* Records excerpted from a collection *
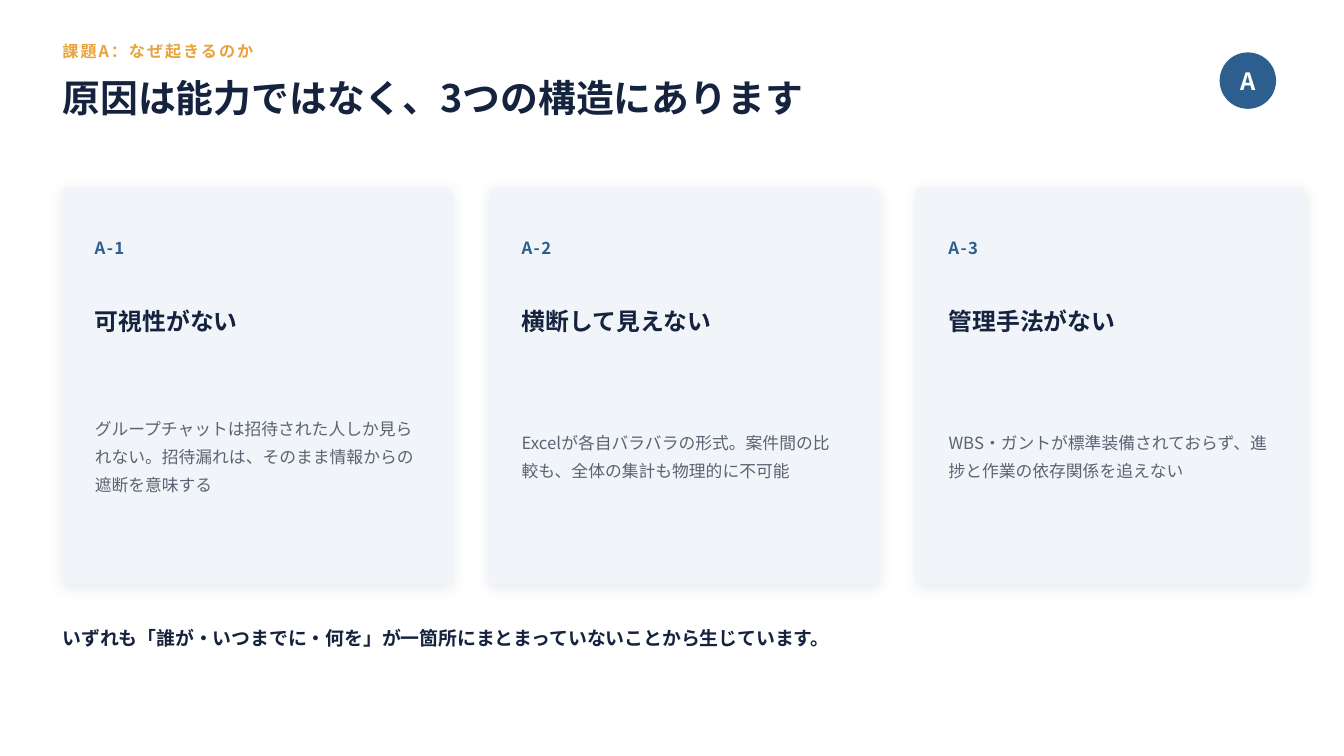
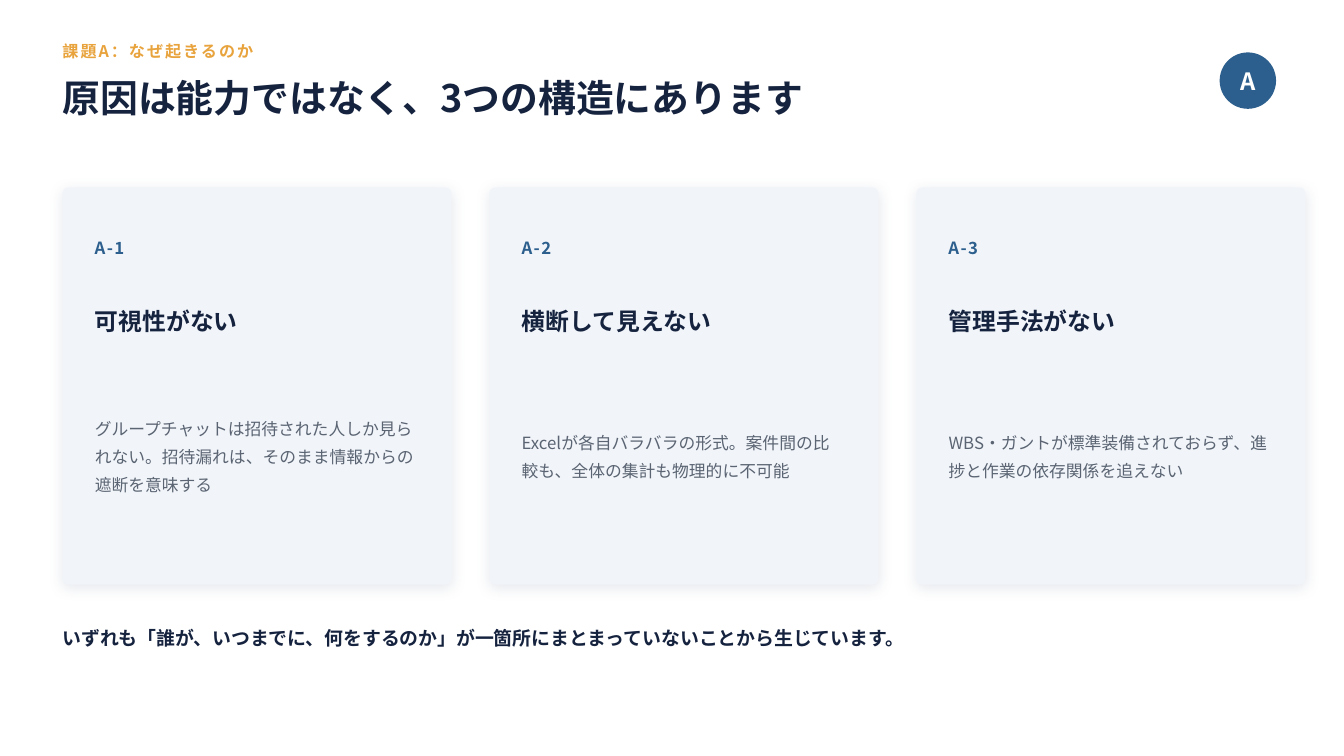
Before and after one commit to nii-d/claude-test, a slide deck: slide 8 of slides/notion-proposal.pptx. Drawn at 1344x756 pixels with LibreOffice and Linux fonts; fonts in the diff are those of the drawing. Boxes give left, top, right and bottom in pixels: in the first picture for what was removed or moved away, otherwise in the second. Text is boxed around its words. In the diff, an @@ line names an element or a change of style, - is before the commit and + after.

```diff
--- a/slides/notion-proposal.pptx
+++ b/slides/notion-proposal.pptx
@@ text at box(62, 629, 904, 647): text changed @@
-いずれも「誰が・いつまでに・何を」が一箇所にまとまっていないことから生じています。
+いずれも「誰が、いつまでに、何をするのか」が一箇所にまとまっていないことから生じています。
```
Also in this commit, not shown: 2 other files.

* Problem details *
Word for word, return all the entries and skip their pictures.

* Task solution *
Before and after one commit to nii-d/claude-test, a slide deck: slide 8 of slides/notion-proposal.pptx. Drawn at 1344x756 pixels with LibreOffice and Linux fonts; fonts in the diff are those of the drawing. Boxes give left, top, right and bottom in pixels: in the first picture for what was removed or moved away, otherwise in the second. Text is boxed around its words. In the diff, an @@ line names an element or a change of style, - is before the commit and + after.

```diff
--- a/slides/notion-proposal.pptx
+++ b/slides/notion-proposal.pptx
@@ text at box(62, 629, 904, 647): text changed @@
-いずれも「誰が・いつまでに・何を」が一箇所にまとまっていないことから生じています。
+いずれも「誰が、いつまでに、何をするのか」が一箇所にまとまっていないことから生じています。
```
Also in this commit, not shown: 2 other files.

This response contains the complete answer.